- TASK REQUIREMENTS -
Lines in the entries below where the word "monitoring" shows up should each be copied.

[Extracted records]
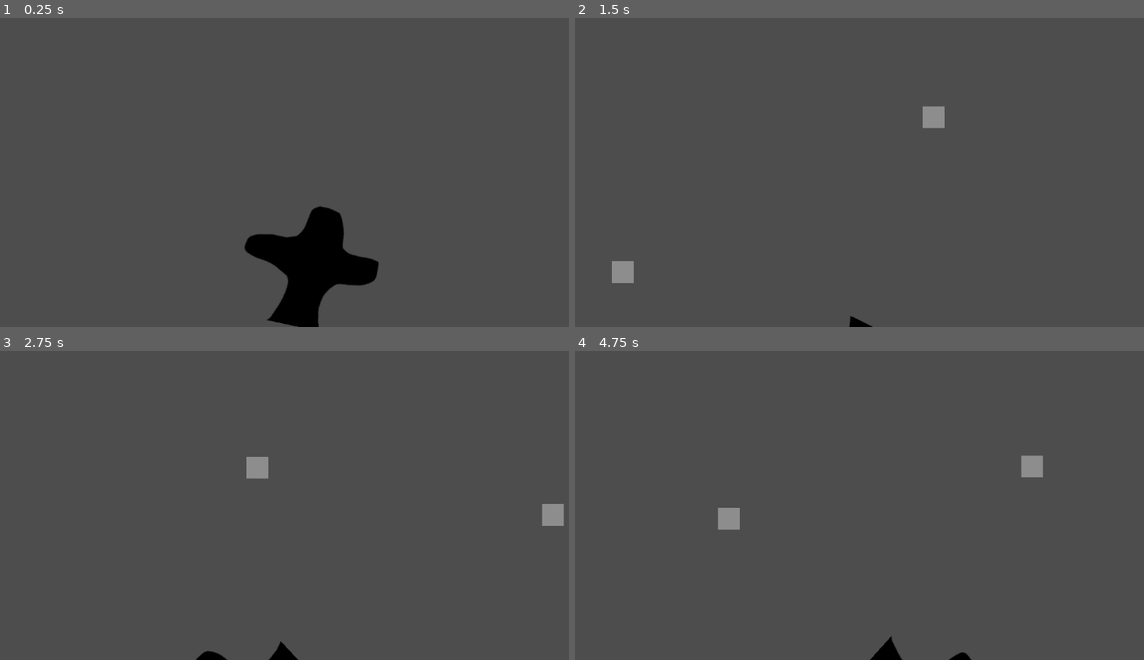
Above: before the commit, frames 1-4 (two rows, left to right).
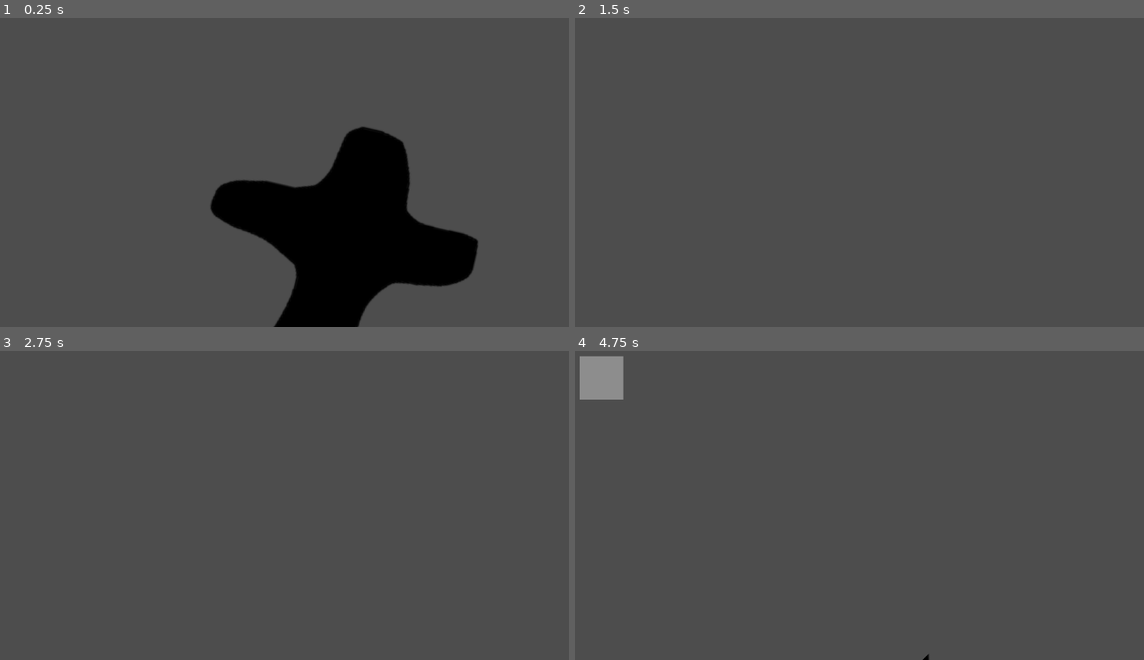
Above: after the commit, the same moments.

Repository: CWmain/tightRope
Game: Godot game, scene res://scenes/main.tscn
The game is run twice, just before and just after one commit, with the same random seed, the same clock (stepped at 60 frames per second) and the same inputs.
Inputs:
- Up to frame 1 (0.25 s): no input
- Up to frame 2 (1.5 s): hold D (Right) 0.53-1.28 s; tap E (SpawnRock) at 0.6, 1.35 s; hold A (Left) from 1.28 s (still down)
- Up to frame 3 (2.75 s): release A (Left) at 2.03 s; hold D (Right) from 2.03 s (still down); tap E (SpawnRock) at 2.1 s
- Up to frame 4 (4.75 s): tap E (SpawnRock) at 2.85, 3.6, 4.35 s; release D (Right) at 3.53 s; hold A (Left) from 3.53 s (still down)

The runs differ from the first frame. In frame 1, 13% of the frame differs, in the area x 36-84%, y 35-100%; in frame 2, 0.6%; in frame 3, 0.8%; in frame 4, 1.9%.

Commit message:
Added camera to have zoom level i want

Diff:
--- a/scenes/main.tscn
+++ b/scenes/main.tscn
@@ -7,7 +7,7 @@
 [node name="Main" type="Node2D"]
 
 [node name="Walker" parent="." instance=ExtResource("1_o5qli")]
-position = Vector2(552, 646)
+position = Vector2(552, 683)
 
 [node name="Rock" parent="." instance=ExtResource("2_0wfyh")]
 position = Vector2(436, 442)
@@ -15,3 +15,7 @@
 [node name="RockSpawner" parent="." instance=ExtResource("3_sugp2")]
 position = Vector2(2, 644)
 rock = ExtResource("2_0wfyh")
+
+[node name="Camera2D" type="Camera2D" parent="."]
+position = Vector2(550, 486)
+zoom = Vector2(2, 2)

* * *

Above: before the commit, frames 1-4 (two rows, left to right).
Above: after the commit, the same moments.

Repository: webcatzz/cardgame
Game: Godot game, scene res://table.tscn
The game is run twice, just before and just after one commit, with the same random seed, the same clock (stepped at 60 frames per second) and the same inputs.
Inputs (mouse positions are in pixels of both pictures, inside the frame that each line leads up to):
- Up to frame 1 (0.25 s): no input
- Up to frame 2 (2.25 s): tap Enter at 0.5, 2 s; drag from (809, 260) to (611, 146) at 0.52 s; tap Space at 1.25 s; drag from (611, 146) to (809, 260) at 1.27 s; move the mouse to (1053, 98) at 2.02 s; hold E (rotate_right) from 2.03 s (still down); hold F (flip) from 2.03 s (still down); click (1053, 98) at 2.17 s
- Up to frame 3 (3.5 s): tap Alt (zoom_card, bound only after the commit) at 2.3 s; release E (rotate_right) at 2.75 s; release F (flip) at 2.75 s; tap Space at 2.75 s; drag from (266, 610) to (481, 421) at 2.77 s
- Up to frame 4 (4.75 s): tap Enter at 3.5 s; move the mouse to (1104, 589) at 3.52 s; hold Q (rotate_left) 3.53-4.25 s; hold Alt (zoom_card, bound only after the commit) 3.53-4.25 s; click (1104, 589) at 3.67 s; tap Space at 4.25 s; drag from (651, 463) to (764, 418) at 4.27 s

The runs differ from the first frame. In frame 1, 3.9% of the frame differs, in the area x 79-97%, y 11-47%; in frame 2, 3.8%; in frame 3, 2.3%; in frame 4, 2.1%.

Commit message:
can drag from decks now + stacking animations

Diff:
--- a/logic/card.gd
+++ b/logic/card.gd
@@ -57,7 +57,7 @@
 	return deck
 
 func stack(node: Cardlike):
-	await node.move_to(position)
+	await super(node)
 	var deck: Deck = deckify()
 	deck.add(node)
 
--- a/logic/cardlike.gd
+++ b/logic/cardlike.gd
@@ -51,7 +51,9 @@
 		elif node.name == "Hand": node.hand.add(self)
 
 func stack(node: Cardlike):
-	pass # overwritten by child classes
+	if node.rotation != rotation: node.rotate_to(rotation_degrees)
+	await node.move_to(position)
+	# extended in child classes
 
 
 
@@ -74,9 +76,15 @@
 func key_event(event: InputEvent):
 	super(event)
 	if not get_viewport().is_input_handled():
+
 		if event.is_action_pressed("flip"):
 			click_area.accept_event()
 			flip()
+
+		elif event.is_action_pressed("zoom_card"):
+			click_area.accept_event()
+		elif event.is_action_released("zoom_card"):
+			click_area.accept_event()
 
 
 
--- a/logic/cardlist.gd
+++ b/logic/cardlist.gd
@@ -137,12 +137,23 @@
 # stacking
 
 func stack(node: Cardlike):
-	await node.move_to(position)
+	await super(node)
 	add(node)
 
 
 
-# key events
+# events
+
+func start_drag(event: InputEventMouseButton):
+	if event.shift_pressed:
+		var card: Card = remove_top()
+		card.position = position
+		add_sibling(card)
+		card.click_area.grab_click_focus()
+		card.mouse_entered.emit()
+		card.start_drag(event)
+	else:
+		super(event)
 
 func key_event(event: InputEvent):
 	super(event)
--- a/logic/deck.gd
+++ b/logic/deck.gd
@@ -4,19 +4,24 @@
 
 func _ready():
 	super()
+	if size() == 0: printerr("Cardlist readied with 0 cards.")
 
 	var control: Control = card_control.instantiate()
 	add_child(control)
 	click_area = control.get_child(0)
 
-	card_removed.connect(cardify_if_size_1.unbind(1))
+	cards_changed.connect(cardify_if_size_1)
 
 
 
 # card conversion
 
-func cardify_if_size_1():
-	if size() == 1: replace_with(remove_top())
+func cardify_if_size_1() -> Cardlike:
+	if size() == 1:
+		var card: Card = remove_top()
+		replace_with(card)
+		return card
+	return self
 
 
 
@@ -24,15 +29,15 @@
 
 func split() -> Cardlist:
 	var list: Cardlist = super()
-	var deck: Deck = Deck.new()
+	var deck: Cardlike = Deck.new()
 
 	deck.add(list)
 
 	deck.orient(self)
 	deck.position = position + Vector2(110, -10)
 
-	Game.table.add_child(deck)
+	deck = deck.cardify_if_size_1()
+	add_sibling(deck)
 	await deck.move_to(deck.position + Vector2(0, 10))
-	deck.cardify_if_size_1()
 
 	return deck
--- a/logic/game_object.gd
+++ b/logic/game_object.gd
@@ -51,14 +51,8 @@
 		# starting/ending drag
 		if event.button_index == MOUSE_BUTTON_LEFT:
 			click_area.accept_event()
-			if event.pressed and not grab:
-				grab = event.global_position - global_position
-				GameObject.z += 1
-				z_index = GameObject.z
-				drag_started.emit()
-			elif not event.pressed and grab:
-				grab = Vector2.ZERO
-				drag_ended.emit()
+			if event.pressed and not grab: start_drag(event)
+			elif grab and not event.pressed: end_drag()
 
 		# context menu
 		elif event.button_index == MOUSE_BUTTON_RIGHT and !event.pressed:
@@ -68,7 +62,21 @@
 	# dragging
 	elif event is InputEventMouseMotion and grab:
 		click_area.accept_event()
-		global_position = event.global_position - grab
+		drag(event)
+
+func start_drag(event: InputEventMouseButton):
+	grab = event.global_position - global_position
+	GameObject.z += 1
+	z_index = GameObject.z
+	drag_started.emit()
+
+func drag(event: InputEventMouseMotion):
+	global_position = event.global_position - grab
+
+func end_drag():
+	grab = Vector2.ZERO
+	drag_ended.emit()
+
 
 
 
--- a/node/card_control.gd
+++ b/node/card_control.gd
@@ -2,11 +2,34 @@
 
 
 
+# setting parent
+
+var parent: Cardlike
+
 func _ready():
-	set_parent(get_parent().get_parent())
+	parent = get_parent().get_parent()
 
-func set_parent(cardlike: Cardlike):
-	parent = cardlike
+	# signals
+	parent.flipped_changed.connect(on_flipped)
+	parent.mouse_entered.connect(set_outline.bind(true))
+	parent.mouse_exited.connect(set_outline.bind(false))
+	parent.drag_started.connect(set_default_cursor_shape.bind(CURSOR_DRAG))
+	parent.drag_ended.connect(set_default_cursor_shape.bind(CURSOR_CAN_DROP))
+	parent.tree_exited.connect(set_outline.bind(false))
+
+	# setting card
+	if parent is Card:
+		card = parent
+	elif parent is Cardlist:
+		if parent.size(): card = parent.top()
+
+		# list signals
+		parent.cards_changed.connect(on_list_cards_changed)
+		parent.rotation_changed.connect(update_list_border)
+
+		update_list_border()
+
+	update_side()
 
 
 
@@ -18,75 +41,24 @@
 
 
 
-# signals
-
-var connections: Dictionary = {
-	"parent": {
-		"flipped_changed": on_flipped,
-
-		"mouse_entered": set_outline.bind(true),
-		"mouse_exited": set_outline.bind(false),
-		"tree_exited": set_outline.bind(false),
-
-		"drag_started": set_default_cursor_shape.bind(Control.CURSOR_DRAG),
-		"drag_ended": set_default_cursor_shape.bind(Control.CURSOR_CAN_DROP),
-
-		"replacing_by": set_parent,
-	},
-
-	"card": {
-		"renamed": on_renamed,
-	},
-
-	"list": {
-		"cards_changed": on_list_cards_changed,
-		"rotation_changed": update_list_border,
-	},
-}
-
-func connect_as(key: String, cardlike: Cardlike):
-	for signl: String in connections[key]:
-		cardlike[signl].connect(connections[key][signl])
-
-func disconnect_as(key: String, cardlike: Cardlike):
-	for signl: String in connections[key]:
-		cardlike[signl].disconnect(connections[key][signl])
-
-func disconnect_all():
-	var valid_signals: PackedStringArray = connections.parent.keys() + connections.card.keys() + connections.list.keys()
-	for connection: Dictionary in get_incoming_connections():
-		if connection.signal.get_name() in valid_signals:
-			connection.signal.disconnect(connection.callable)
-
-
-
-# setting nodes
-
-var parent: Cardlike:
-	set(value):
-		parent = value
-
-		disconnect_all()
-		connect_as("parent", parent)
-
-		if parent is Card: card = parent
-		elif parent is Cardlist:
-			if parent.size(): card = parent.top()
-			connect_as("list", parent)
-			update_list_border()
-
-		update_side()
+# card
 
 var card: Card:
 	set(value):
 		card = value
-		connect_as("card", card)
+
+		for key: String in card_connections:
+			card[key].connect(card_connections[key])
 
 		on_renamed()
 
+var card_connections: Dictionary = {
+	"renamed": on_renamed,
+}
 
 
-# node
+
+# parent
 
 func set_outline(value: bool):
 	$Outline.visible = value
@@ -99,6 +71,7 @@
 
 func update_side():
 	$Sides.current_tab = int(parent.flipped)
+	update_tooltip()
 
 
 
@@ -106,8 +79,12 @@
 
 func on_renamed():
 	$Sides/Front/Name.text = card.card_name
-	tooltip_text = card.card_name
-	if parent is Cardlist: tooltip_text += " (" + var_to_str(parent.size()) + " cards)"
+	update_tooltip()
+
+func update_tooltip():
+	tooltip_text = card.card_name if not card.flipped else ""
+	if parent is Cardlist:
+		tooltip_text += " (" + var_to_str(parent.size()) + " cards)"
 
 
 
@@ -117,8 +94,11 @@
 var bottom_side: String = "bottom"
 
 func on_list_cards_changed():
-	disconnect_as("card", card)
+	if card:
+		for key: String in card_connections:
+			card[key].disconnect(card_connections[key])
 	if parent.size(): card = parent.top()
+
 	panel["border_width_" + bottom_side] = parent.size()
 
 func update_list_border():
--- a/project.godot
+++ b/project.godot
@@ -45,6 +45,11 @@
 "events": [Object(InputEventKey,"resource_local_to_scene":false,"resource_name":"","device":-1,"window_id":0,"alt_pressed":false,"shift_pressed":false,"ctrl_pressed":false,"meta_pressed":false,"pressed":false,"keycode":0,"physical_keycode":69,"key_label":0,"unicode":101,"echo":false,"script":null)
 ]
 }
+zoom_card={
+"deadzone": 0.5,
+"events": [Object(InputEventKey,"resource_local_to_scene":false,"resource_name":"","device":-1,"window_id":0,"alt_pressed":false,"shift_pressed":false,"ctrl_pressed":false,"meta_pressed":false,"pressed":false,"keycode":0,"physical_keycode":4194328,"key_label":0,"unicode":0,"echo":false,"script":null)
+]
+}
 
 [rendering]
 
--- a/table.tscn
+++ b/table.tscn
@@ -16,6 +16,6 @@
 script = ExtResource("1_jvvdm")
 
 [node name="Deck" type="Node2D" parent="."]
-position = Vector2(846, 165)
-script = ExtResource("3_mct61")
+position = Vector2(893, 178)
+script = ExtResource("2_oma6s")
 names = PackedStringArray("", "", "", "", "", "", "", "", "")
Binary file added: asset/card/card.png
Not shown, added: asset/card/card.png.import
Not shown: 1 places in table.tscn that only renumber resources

...

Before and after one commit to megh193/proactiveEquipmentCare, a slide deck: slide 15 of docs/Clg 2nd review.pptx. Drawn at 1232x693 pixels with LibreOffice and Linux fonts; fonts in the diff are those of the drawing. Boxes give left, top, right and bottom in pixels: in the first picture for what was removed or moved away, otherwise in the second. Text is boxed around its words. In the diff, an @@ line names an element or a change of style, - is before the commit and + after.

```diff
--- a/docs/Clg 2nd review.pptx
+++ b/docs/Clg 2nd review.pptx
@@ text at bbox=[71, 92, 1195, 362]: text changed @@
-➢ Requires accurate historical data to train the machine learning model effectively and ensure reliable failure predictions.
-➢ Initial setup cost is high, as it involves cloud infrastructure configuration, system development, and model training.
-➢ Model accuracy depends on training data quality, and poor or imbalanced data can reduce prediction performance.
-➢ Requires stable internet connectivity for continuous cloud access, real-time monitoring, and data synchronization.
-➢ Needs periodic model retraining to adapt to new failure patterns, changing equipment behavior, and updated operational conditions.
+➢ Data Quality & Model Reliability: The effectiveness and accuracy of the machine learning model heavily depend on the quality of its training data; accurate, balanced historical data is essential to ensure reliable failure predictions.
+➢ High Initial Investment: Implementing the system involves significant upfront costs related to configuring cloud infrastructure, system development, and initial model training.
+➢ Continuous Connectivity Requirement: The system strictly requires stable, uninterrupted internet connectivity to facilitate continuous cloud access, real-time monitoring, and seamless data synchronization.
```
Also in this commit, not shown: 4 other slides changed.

- RESULT BELOW -
-➢ Requires stable internet connectivity for continuous cloud access, real-time monitoring, and data synchronization.
+➢ Continuous Connectivity Requirement: The system strictly requires stable, uninterrupted internet connectivity to facilitate continuous cloud access, real-time monitoring, and seamless data synchronization.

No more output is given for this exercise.